It has been more than two decades since the first demonstration that one cell type can be converted into another through the ectopic expression of a transcription factor. But what began as an isolated trickle has now grown into a steady stream of reported lineage conversions. Recently, the groups of Paul Tesar at Case Western Reserve University and of Marius Wernig at Stanford University identified factors that can convert fibroblasts into oligodendrocyte precursor cells (OPCs) in the mouse and rat.

As the name suggests, OPCs generate oligodendrocytes, which are the main myelinating cells in the central nervous system. In the context of cell transplantation, OPCs have had ameliorating effects in rodent models of nerve damage and myelin loss and are thus considered a potential therapeutic cell type for human diseases that involve myelin. The present sources of OPCs for cell transplantation, however, are not ideal: fetal OPCs are not available in large numbers and cannot be easily expanded, and although OPCs can be obtained through differentiation of pluripotent stem cells, the methods to do this are still laborious. Direct lineage conversion of other somatic cells to OPCs offers an alternative.

Finding the factors to achieve such lineage conversion is no small matter, however. The experiments in the 1980s that converted fibroblasts to muscle cells involved overexpressing a single transcription factor, MyoD, a master regulator of skeletal muscle development. But for most cell types, it is not so simple: a combination of transcription factors is likely to be necessary for most direct conversions of cell fate.

Oligodendrocytes via reprogramming. OPCs obtained by lineage conversion of mouse fibroblasts were differentiated to oligodendrocytes. Reprinted from Nature Biotechnology (Najm et al., 2013).2

Researchers in both the Tesar and Wernig groups, in their work on generating OPCs, combined several types of prior knowledge to come up with shortlists of factors that are good candidates for promoting OPC fate. Both groups began with genome-wide gene expression data, focusing on genes expressed in oligodendrocytes and OPCs but not in cells of other neural lineages. They then whittled down their lists to genes encoding factors known from prior experiments to be functionally involved in oligodendrogenesis, either because expression of the factors in neural progenitors promotes the process or because mutation of the genes results in developmental defects in this lineage.

Tesar and colleagues (Najm et al., 2013)2 settled on a list of eight factors; Wernig and colleagues (Yang et al., 2013)3 on an (overlapping) list of ten. What remained then was the systematic and painstaking process of experimental trial and error to identify the simplest combination of factors that can turn fibroblasts into OPCs. For the screening process itself, both groups made use of a green fluorescent reporter for proteolipid protein, which is expressed in both OPCs and oligodendrocytes, infecting embryonic fibroblasts from a transgenic mouse with pools of lentiviruses delivering the candidate reprogramming-factor genes. Tesar and colleagues report that the combination of Sox10, Olig2 and Nkx6.2 does the trick; Wernig and colleagues' preferred combination is Sox10, Olig2 and Zfp536.

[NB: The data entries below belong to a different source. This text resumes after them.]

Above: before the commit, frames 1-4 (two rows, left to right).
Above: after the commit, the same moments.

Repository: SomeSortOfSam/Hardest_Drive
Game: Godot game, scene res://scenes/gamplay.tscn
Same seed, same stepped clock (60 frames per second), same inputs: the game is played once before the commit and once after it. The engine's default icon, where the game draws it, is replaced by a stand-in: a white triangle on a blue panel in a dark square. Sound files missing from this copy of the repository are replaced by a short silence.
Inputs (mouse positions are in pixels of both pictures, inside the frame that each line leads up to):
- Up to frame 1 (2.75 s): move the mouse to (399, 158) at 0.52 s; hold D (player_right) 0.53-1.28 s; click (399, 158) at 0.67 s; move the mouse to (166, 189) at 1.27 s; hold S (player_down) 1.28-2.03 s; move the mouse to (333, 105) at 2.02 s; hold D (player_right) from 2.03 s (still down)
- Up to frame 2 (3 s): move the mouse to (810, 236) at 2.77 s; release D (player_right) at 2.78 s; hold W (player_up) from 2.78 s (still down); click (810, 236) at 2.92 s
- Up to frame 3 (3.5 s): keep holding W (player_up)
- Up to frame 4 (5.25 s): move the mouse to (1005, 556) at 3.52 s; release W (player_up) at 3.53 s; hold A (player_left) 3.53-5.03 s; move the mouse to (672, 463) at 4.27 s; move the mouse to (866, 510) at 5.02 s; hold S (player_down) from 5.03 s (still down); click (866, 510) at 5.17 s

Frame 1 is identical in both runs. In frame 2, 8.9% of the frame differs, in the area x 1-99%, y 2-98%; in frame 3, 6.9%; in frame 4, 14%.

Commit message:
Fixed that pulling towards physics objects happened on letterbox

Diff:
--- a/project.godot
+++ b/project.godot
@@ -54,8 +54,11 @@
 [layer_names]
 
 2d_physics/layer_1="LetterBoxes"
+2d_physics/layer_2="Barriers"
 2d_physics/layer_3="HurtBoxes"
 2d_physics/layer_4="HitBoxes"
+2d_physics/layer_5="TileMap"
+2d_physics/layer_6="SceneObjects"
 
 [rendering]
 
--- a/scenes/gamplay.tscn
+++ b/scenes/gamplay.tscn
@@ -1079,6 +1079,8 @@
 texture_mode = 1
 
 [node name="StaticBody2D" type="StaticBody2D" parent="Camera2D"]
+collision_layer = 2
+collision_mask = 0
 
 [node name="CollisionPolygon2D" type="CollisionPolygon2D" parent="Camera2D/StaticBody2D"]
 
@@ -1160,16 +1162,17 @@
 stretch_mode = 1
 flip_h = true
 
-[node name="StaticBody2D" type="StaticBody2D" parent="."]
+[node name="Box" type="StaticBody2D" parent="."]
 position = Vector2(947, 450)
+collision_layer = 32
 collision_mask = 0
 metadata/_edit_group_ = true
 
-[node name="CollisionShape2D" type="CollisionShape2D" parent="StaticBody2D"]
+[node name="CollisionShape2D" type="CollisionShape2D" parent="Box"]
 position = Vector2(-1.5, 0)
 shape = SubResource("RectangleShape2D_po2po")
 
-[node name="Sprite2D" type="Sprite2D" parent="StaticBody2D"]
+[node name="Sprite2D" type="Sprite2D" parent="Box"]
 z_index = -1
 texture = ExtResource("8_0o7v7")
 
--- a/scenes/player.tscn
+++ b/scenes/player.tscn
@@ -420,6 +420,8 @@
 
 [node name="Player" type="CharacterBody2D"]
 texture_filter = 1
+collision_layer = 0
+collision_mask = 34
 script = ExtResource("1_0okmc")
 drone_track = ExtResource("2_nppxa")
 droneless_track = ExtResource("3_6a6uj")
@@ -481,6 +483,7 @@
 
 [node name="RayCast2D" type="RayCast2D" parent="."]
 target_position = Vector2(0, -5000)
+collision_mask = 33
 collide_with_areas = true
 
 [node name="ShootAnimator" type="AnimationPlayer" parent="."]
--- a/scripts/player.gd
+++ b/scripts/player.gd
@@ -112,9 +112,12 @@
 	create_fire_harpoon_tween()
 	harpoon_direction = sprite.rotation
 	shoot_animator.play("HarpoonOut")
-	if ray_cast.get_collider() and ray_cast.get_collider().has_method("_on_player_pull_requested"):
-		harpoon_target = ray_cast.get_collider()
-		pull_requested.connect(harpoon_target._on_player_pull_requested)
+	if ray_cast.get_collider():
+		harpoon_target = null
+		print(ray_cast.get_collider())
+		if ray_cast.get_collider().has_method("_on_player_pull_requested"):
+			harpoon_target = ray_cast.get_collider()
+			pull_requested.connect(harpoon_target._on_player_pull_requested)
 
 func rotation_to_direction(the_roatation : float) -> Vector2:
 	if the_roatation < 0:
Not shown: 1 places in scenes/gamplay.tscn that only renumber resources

Might informatics approaches to better parse genome-wide, cell type–specific gene expression data ease the laborious process of identifying candidate reprogramming factors? In a paper published in this issue of Nature Methods, Ilya Shmulevich and colleagues at the Institute for Systems Biology, Seattle, make this argument and describe one such approach. In a method based on the logic of developmental binary toggle switches, Shmulevich and colleagues show that, by measuring reversals in gene expression between cell types, they can retrospectively identify transcription factors known to be important for cell-fate decisions as well as for previously reported fate conversion of fibroblasts to neurons.

Of course, simply looking for specifically expressed transcription factors for which there is also functional evidence has served several groups admirably so far. In the work of the Tesar and Wernig groups, the identified factors yielded cells that, as determined by markers and by functional phenotype in vitro and in vivo, behave as bona fide OPCs. But perhaps especially for cell types for which there is little prior functional information available, analysis approaches such as that described by Shmulevich and colleagues—and there will doubtless be others—could prove useful for prioritizing candidate factors for empirical testing.